Posted by: peripateticpolarbear | August 13, 2006 at 09:16 PM
I will leave that to Ms. Dawn.
Posted by: Lisa V | August 13, 2006 at 09:20 PM
Thank you, how lovely. We totally absolutely need you, it can't go forward and get better without you.
Thank you.
Posted by: kim.kim | August 14, 2006 at 01:09 PM
I agree, this was lovely.
And something that I have been thinking about as well--the feeling I have that firstmoms and amoms are so much more alike in many of their emotions than we first think.
And the idea that we need to find a way to dialogue and involve more people.
Thank you for this.
Posted by: Karen | August 14, 2006 at 03:09 PM
Thanks, Lisa, this is so true.
But here's what I'm struggling with now, especially after putting my foot in it over the weekend.

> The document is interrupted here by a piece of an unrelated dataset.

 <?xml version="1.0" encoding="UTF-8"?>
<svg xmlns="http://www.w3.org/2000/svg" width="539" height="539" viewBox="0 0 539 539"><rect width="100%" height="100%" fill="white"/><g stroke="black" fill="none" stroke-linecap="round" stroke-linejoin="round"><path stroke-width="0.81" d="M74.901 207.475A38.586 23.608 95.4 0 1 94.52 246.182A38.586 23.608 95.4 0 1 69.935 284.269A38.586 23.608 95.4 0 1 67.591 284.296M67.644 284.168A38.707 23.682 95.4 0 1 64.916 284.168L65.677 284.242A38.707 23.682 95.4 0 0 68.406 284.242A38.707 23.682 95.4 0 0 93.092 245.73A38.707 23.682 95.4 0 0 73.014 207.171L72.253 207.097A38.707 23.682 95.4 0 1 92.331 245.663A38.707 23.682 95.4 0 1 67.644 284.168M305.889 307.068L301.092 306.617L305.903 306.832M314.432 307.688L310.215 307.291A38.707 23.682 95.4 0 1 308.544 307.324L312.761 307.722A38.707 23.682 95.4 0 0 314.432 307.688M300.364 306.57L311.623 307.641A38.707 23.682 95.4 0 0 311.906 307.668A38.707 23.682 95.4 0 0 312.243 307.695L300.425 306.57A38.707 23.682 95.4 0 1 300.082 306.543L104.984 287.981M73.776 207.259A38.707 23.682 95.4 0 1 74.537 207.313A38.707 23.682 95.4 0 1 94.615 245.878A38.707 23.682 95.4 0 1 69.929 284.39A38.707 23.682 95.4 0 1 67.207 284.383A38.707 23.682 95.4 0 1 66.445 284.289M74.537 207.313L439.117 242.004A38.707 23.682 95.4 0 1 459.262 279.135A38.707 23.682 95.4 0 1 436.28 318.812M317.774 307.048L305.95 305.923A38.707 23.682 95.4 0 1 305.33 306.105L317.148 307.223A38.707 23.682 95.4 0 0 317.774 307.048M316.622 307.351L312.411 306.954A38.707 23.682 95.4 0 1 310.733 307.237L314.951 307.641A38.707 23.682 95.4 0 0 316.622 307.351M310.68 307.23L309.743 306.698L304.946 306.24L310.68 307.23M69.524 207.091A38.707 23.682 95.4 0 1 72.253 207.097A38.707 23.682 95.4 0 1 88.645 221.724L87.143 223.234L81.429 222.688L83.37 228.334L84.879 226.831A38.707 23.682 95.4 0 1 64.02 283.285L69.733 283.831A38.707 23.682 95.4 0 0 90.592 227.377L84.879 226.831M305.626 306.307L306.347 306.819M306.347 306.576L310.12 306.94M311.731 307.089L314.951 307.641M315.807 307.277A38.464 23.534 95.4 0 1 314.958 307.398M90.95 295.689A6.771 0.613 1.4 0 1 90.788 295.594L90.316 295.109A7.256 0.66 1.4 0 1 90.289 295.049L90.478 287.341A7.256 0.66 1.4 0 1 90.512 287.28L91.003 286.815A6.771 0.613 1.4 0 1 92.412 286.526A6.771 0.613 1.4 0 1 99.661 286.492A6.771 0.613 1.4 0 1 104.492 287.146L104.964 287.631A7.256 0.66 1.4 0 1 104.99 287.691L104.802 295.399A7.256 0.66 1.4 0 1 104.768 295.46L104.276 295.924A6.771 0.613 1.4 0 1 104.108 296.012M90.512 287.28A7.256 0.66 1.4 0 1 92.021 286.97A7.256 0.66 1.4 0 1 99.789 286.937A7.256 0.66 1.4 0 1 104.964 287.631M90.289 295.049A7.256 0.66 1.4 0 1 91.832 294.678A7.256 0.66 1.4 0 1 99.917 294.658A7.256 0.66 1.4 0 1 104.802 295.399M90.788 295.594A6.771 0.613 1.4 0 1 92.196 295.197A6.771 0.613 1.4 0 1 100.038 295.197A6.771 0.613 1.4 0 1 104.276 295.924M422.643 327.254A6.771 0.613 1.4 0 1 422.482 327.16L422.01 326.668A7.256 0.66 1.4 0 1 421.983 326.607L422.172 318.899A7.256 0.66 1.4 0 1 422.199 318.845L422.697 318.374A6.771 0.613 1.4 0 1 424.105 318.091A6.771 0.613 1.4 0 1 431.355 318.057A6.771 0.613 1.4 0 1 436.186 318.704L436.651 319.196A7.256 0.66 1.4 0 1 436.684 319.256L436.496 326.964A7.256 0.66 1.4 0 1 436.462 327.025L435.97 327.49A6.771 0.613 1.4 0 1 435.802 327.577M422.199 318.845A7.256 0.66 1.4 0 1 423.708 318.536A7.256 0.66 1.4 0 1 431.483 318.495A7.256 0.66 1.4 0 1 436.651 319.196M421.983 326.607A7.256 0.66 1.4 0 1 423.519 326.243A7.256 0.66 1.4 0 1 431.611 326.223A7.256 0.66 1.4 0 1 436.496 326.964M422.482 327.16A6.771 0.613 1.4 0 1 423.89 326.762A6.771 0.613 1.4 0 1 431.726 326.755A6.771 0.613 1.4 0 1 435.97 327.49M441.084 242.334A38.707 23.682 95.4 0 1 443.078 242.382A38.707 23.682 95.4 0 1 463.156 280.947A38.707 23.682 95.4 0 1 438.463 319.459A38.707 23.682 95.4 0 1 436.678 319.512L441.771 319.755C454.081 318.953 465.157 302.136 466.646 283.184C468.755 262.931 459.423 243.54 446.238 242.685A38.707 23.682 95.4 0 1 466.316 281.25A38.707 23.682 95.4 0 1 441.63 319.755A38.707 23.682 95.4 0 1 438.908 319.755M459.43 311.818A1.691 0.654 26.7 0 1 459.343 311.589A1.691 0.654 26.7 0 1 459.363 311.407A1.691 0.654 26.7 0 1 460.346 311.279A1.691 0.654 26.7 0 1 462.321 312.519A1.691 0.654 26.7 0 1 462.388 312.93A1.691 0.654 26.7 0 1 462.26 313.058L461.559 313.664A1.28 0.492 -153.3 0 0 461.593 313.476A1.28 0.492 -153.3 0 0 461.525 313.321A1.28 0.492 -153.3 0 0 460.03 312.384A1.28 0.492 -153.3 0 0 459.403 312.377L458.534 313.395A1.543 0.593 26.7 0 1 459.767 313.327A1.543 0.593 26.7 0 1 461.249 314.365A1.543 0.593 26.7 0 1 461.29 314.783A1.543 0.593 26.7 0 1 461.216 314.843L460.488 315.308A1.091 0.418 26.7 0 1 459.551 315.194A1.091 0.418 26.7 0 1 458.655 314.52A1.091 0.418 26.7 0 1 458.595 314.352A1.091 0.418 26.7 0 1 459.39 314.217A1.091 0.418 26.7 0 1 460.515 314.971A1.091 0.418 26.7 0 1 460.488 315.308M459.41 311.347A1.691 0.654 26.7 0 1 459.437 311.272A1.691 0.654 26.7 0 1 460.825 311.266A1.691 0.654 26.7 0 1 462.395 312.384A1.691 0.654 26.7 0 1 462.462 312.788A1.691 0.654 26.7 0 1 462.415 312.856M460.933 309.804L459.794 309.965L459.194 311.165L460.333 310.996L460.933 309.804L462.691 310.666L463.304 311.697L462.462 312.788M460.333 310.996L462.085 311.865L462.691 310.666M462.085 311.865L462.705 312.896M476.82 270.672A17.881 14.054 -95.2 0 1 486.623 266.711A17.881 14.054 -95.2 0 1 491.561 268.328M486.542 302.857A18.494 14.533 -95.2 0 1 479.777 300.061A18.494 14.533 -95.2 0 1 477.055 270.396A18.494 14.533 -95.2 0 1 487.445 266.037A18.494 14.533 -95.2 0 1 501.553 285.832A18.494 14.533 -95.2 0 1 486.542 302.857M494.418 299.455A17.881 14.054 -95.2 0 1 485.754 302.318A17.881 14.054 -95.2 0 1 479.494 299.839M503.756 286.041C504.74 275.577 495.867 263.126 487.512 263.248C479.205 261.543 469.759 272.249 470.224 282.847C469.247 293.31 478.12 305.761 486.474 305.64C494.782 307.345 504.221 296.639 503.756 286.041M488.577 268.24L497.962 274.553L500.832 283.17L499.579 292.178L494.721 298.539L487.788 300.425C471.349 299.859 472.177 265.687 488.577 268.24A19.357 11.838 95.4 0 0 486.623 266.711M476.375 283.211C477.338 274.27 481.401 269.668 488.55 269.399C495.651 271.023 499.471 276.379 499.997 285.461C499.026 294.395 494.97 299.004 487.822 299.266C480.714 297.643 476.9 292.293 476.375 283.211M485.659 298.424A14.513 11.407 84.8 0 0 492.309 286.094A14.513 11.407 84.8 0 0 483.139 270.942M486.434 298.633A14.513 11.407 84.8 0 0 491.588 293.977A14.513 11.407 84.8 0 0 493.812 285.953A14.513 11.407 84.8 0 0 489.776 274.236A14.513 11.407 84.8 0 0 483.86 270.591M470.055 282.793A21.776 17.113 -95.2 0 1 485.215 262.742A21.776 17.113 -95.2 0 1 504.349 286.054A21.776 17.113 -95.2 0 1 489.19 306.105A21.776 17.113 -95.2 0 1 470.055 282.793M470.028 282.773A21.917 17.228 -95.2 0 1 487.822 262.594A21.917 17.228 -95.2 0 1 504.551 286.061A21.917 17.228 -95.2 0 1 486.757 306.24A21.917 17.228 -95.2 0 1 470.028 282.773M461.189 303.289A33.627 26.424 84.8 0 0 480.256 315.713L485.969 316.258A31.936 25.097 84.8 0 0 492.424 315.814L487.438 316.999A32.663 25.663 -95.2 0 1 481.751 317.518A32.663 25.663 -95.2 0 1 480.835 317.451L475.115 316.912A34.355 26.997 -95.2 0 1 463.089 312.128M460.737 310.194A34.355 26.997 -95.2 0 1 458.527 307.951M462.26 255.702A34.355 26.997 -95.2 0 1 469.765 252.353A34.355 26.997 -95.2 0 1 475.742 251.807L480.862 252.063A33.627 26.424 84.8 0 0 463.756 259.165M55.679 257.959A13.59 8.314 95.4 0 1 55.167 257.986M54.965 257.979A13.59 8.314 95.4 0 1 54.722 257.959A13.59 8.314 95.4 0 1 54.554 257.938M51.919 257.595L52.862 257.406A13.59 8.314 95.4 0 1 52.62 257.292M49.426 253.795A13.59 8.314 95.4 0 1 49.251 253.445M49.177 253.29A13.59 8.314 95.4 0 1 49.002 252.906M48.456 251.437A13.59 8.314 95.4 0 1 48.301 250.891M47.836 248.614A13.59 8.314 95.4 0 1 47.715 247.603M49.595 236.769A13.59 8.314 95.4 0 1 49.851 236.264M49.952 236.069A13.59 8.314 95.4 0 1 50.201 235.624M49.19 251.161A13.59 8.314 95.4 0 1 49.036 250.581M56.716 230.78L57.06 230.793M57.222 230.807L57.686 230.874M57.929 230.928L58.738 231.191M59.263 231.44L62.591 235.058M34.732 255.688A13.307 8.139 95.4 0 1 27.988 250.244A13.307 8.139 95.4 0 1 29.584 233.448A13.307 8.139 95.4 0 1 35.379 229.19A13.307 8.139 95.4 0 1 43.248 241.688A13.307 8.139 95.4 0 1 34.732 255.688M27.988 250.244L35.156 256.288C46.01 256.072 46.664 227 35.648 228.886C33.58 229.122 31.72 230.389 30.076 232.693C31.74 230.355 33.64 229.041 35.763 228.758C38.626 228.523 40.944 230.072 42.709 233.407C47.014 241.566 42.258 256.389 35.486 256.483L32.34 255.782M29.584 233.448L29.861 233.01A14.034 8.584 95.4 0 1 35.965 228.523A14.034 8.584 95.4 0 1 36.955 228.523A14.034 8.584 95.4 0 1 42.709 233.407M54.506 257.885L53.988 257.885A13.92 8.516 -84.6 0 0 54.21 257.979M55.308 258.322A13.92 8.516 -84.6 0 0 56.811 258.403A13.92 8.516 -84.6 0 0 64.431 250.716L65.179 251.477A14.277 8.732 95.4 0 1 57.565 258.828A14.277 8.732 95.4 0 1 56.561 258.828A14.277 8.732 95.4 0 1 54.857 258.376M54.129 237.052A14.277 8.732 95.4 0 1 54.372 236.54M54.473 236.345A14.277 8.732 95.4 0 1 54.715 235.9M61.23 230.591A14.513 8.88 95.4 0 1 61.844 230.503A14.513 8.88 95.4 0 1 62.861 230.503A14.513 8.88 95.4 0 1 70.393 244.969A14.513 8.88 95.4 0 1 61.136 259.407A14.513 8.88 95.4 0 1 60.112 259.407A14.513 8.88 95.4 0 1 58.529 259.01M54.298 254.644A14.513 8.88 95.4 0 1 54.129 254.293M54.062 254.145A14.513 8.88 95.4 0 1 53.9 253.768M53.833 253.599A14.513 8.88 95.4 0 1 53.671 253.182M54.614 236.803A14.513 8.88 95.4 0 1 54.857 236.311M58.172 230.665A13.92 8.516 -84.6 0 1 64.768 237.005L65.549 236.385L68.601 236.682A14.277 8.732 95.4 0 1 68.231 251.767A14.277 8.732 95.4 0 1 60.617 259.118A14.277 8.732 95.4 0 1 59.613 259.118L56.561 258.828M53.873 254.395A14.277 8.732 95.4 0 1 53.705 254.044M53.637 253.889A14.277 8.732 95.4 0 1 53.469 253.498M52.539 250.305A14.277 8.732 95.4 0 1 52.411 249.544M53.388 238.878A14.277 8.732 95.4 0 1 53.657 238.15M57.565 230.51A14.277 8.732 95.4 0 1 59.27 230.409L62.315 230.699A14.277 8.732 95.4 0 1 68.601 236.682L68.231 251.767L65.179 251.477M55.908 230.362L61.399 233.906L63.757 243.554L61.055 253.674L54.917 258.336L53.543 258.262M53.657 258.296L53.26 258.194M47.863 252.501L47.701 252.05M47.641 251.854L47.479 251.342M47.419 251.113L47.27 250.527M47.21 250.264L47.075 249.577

When does standing for become speaking for? God knows I've presumed to speak for adoptees, have been called on it.
And I don't want to make that mistake speaking for first moms either.
Posted by: Margie | August 15, 2006 at 08:27 AM
I think that's a good question, Margie.
Posted by: Lisa V | August 15, 2006 at 10:24 AM
Hey Margie, after reading your blog, I'm one birth/natural mom who is completely comfortable with you speaking for me when I'm not around to do so "myself."
Seriously, I think we're still at a point with reform where (as somebody else said on another blog) one adoptive parent's voice has more pull than a hundred birthparent's voices. Unfortunate, but still true.
It's important that we all continue to speak, nonetheless.